Resulta liberador que Jesús nos diga que Él mismo nos quiere enseñar a amar, ya que ello significa que nada nos puede atar y que podemos descubrir algo nuevo, liberándonos de nuestras dependencias. Solamente cuando “desaprendemos” lo que creemos saber podemos abrirnos a una novedad radical, como es la vida de la gracia que Jesús nos trae. Y sólo entonces nos damos cuenta de que el amor estaba dentro de nosotros, pero que no lo conocíamos. Liberados de nuestros condicionamientos podemos aprender a amar como Jesús nos ama. Porque el amor verdadero es un don, un regalo recibido y llevado a las relaciones interpersonales.

Pero el problema verdadero viene de querer sustituir el amor de Dios con amor propio. Y es aquí donde no salen las cuentas. Y así reproducimos en nuestra vida los modelos que hemos conocido, o nos dejamos arrastrar por instintos o emociones y lo revestimos de ideas y razonamientos, y llamamos a todo eso “amor”. Y es posible que “ese amor” se nos acabe algún día. Porque las hormonas varían sus flujos con los años, también los sentimientos van cambiando, y las ideas evolucionan con nuevas influencias sociales y culturales. Y lo que antes parecía importante o excelente puede resultar que pierde su valor, con el paso del tiempo, en contraste con lo nuevo.
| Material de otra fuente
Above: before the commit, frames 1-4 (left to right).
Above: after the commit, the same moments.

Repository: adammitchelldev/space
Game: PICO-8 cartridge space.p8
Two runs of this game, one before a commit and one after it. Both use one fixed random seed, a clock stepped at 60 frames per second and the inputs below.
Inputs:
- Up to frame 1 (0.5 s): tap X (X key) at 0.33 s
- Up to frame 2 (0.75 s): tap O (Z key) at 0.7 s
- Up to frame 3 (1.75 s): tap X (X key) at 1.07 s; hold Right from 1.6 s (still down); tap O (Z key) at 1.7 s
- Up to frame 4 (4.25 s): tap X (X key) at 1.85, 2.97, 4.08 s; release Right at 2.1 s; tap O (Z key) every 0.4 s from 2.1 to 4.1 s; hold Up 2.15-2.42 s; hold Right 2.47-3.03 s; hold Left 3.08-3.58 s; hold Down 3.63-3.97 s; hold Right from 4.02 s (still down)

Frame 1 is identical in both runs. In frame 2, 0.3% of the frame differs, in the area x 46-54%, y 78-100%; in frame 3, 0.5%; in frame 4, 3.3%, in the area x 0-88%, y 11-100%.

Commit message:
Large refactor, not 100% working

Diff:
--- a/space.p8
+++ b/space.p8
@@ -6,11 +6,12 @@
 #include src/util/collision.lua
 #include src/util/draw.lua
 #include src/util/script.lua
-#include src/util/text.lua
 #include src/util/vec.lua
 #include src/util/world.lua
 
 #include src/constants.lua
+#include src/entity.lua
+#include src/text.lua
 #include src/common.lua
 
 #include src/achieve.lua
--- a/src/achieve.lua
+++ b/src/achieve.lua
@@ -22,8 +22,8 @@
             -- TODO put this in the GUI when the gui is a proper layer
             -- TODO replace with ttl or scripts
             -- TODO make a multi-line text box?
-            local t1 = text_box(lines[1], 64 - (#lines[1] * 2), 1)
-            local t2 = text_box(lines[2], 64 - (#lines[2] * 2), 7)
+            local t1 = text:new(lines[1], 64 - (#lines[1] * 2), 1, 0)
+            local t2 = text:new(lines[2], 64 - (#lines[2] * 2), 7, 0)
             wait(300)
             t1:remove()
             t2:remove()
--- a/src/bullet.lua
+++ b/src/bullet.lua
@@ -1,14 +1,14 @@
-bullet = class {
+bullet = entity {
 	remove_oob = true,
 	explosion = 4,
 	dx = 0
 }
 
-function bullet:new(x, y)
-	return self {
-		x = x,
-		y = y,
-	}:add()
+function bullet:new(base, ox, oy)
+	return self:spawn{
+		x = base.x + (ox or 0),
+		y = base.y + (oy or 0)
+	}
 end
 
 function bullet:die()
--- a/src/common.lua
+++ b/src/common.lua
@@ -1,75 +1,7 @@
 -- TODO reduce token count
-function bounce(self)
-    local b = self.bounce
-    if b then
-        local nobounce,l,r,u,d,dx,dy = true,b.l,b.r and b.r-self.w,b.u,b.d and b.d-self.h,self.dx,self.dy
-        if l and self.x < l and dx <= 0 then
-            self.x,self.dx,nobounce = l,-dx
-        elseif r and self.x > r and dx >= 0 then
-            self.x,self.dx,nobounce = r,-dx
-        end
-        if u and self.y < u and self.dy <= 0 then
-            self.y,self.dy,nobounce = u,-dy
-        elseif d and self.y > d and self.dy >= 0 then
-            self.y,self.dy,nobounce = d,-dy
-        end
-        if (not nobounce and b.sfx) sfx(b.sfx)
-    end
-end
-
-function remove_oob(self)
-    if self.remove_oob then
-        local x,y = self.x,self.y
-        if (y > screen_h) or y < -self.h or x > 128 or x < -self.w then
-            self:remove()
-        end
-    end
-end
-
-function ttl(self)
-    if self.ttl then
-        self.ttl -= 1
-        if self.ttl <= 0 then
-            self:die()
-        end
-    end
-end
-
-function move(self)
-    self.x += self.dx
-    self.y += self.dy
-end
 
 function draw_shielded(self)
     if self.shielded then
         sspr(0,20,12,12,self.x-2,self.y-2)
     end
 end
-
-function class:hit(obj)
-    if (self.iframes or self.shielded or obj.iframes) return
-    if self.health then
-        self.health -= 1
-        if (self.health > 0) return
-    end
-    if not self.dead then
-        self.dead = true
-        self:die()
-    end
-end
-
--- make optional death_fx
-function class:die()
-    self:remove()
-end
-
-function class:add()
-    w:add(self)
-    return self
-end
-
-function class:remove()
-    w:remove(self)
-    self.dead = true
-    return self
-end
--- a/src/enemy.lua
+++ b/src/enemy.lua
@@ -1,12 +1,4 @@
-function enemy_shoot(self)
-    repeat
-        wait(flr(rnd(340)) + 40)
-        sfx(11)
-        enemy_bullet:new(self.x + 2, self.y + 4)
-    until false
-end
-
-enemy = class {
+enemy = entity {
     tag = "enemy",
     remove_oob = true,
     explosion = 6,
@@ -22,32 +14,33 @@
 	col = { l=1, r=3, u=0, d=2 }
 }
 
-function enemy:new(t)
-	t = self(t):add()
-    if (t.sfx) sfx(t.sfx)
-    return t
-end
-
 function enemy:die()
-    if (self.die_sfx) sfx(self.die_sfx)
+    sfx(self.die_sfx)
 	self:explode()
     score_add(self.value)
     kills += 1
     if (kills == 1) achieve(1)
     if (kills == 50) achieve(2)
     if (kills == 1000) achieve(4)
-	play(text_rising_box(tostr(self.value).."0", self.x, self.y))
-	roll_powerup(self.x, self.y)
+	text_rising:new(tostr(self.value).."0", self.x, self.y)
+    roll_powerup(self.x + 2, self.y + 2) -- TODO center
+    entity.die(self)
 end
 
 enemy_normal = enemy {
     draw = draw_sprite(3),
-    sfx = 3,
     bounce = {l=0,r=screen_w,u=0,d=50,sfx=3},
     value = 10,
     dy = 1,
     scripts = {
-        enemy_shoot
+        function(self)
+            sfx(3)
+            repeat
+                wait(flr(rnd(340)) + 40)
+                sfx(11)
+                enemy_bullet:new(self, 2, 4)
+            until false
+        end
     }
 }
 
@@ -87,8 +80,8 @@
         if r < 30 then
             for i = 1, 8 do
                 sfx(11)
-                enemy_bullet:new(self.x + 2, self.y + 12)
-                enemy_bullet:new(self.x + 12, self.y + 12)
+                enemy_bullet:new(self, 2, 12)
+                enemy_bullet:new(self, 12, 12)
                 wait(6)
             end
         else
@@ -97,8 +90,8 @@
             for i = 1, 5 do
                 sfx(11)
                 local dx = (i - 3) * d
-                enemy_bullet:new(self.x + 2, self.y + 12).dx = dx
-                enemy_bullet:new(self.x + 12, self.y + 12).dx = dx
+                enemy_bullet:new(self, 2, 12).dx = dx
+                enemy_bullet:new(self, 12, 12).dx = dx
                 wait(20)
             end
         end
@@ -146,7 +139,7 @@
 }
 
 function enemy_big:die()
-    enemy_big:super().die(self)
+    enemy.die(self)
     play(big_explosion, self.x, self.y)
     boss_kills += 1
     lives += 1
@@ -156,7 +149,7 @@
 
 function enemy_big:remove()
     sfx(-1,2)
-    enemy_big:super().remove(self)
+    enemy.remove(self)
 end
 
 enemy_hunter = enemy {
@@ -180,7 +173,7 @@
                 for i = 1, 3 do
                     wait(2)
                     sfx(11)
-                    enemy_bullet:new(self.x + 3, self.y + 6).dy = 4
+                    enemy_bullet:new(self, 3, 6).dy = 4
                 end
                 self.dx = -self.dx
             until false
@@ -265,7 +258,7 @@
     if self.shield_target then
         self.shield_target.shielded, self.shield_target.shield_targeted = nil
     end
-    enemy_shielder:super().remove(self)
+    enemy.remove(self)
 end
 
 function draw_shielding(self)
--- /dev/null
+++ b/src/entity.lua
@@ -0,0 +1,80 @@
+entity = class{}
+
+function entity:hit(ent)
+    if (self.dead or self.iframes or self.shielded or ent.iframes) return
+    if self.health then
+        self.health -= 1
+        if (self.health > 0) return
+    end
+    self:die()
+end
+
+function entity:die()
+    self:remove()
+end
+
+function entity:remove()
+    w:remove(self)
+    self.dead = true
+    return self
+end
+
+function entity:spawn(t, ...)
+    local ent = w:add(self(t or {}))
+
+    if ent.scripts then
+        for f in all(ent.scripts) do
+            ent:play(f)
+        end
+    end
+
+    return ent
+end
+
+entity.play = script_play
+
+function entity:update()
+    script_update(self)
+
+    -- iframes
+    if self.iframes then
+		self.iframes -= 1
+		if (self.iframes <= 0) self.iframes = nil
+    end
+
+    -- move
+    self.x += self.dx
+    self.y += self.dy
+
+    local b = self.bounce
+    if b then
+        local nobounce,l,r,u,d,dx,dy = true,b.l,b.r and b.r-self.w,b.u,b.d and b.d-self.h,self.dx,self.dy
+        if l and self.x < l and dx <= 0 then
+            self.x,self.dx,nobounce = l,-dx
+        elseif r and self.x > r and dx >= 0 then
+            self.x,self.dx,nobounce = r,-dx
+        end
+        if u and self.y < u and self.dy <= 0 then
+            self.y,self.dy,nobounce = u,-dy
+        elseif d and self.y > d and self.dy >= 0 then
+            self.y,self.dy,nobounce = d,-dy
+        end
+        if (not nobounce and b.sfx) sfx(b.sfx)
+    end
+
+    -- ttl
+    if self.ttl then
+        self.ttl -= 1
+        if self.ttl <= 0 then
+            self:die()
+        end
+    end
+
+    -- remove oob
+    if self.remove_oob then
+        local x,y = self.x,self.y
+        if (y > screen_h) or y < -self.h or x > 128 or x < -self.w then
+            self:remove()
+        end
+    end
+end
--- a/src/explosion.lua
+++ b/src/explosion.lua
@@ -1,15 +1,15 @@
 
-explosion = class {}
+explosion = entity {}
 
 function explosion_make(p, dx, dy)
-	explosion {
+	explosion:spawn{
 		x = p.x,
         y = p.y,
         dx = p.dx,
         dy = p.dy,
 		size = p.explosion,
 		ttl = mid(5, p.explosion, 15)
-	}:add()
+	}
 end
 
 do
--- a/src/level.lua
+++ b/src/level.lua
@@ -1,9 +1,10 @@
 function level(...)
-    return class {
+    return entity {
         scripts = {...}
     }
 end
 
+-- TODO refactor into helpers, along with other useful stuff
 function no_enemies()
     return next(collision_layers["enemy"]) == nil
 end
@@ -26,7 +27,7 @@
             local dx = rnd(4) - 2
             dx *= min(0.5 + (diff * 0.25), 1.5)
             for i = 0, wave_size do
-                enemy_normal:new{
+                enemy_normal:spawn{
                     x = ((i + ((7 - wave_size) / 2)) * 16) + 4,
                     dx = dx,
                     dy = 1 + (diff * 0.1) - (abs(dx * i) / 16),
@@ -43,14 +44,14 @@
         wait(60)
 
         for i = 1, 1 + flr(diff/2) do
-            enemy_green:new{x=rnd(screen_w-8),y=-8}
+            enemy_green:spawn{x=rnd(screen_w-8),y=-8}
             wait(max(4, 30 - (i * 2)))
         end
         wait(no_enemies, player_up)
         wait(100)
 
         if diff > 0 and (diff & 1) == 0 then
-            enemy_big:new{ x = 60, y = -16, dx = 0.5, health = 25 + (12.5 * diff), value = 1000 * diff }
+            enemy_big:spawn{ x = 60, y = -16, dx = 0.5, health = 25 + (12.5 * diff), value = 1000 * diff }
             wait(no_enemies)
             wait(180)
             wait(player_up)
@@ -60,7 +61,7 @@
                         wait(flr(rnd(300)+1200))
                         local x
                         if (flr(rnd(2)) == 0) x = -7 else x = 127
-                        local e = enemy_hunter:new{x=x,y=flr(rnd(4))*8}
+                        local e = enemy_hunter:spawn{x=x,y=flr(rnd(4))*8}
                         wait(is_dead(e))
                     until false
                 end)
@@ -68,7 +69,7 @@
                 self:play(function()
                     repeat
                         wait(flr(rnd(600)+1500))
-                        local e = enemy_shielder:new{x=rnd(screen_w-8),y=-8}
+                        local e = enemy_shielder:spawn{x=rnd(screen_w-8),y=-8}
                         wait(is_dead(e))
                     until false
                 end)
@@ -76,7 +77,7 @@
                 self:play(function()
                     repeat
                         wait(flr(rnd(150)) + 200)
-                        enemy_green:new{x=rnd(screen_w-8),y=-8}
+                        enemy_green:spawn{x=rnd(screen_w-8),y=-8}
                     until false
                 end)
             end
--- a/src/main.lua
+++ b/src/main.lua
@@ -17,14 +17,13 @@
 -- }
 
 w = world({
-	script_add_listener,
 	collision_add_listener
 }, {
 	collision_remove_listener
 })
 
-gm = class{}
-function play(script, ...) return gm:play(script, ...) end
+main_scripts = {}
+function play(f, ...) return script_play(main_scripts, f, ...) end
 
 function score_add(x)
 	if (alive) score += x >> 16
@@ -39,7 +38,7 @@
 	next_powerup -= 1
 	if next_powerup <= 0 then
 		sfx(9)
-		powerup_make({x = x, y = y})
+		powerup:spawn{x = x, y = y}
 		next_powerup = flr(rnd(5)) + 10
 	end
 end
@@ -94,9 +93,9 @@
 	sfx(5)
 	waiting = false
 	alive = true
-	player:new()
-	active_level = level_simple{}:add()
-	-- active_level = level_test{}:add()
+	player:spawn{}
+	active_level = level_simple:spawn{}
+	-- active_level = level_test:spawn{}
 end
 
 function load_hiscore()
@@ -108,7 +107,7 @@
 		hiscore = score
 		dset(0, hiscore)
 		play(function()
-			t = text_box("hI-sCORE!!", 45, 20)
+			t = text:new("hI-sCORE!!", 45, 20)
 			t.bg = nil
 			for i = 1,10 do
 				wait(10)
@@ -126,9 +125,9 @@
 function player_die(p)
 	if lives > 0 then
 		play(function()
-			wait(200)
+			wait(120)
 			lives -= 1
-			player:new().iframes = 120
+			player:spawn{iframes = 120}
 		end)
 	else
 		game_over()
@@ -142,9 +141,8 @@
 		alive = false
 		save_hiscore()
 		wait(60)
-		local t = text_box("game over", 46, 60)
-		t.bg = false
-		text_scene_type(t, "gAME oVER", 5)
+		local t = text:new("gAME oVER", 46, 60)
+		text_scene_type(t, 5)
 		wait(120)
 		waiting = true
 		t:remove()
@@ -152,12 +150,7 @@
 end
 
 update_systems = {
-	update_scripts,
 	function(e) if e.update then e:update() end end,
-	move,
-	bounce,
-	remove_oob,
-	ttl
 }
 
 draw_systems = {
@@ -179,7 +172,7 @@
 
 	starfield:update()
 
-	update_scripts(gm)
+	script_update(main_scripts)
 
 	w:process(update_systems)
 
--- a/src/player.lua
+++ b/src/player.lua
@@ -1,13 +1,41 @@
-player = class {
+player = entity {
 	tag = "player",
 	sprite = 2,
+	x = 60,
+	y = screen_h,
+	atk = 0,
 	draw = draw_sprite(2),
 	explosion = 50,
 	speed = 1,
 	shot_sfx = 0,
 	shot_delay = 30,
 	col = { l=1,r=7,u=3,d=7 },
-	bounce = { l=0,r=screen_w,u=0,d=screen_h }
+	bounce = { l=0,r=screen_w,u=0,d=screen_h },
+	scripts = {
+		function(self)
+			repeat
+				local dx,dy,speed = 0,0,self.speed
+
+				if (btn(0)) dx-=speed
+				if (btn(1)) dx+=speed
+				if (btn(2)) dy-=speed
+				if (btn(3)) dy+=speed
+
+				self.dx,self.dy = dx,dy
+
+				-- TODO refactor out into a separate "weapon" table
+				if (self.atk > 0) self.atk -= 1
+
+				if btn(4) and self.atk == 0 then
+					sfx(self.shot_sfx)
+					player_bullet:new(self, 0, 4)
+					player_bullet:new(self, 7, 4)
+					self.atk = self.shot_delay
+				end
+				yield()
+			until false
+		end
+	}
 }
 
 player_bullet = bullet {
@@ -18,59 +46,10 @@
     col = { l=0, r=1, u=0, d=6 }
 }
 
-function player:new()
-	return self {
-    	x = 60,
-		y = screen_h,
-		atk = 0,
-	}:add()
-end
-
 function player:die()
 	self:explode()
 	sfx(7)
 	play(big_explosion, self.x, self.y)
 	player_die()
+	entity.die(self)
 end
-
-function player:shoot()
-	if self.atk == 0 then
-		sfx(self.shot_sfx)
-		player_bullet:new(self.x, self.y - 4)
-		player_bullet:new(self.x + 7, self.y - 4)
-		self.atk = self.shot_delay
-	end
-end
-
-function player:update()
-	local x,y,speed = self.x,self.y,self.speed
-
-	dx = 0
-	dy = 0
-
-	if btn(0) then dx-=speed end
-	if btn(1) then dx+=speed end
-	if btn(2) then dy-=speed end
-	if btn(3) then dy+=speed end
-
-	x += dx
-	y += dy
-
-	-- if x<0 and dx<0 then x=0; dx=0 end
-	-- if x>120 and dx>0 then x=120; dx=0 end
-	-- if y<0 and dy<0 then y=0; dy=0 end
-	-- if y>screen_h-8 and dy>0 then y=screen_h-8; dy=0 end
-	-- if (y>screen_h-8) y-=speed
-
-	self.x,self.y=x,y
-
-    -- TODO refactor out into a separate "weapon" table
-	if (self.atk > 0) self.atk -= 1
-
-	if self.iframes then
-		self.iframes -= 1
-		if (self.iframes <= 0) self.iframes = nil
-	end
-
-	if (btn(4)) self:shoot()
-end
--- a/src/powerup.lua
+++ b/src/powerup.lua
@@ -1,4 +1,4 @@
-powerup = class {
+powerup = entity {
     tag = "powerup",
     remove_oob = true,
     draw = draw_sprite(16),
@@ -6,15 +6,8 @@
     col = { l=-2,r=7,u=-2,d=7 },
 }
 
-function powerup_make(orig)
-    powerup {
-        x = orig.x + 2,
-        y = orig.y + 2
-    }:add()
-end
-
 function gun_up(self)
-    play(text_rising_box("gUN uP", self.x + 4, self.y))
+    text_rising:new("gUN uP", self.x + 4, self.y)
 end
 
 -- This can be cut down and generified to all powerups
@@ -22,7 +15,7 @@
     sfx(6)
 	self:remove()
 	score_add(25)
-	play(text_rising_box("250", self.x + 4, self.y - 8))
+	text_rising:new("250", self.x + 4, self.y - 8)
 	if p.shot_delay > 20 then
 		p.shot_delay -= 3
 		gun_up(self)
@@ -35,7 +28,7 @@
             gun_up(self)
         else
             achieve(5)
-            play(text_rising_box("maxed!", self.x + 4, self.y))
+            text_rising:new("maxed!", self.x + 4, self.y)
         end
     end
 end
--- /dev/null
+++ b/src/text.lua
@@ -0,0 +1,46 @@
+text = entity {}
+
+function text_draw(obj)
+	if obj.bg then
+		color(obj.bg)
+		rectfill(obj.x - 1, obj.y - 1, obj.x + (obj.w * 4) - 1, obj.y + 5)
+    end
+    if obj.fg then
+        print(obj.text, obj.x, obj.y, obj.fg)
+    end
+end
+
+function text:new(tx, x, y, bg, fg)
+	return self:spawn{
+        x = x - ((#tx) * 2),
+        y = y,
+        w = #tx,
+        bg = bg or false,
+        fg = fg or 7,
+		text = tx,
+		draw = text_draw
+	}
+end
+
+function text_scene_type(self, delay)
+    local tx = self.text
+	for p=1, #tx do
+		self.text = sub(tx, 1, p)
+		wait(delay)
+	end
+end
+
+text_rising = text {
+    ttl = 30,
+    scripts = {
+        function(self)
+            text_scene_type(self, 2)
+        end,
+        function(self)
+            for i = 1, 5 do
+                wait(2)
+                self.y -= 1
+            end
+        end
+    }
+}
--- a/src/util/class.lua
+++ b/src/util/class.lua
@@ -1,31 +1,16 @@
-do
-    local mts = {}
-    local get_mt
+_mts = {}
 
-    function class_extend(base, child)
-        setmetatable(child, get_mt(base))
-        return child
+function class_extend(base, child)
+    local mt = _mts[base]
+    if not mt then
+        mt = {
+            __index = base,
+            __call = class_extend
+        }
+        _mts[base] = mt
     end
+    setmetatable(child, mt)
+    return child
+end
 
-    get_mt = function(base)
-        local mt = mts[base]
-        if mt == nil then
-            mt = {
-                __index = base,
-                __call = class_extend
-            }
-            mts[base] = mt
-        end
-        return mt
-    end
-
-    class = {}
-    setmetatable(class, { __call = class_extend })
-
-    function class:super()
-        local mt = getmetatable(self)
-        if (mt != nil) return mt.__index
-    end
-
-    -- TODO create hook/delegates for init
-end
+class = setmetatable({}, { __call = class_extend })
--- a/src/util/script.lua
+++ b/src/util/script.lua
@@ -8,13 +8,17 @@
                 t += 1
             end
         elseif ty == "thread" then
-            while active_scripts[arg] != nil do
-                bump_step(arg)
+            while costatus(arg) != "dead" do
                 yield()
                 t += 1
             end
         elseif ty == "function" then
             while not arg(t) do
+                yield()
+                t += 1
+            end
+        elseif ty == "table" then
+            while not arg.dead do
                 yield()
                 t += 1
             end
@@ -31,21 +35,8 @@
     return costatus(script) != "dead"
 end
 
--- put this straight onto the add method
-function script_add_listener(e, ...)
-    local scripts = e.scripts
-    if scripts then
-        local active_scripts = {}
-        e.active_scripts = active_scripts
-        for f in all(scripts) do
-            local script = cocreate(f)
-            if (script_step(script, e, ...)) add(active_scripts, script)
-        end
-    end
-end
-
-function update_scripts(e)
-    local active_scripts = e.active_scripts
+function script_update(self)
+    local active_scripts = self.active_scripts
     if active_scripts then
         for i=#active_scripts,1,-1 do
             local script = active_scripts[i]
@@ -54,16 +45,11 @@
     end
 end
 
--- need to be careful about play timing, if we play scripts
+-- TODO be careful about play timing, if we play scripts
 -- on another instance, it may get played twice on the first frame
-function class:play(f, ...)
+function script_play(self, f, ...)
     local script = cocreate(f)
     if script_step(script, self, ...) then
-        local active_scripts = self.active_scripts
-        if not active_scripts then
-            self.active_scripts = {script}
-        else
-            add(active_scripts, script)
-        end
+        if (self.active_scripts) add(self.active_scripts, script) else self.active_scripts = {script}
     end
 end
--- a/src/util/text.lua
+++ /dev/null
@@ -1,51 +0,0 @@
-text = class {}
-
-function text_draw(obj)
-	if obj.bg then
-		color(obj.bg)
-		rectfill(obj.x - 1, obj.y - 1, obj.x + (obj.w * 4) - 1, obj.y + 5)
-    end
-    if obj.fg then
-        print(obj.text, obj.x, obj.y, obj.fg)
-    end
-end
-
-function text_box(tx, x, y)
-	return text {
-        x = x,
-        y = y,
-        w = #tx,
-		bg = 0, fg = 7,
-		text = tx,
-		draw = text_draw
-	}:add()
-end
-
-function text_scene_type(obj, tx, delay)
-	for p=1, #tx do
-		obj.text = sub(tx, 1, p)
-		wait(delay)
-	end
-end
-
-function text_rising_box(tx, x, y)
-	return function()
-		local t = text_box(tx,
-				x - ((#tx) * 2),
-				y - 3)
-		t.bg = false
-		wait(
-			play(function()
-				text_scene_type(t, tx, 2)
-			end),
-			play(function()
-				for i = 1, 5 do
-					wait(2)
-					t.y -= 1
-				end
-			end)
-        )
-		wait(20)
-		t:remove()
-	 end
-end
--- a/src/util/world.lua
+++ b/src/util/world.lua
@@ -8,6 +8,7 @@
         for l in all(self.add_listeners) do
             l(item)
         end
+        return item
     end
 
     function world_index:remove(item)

Pero si lo que hemos ido descubriendo es que podemos vivir en nuestra propio cuerpo el amor de Dios, el que Jesús nos enseñó, podemos estar seguros de que ese amor nunca va a acabarse; porque irá evolucionando con matices del espíritu divino que se va encarnando con riqueza y variedad de formas entrañables, llenas de ternura y de misericordia. El amor de Dios está lleno de ricos y tiernos sentimientos, pero no se identifica con ellos y acompaña el proceso de la vida en sus distintas etapas y procesos. Puede alcanzar las más altas cimas y descender a los valles, o atravesar desiertos y caminos difíciles, promoviendo siempre los espacios acogedores y hospitalarios de una convivencia humana fraternal y de un cuidado mutuo.

Cuando decimos que se acabó el amor debe ser, seguramente, porque nunca hubo un verdadero amor maduro y responsable… Quizás hubo promesas o semillas incipientes, pero se descuidaron las plantas delicadas al borde del camino, que requerían los cuidados cotidianos de una atención amorosa y personal. El amor es siempre un milagro que viene de Dios y que nosotros podemos encarnar en las vasijas de barro de nuestra fragilidad humana.


[1] Karol Wojtyila, Amor y responsabilidad, Palabra, Madrid 2013, p. 27-28.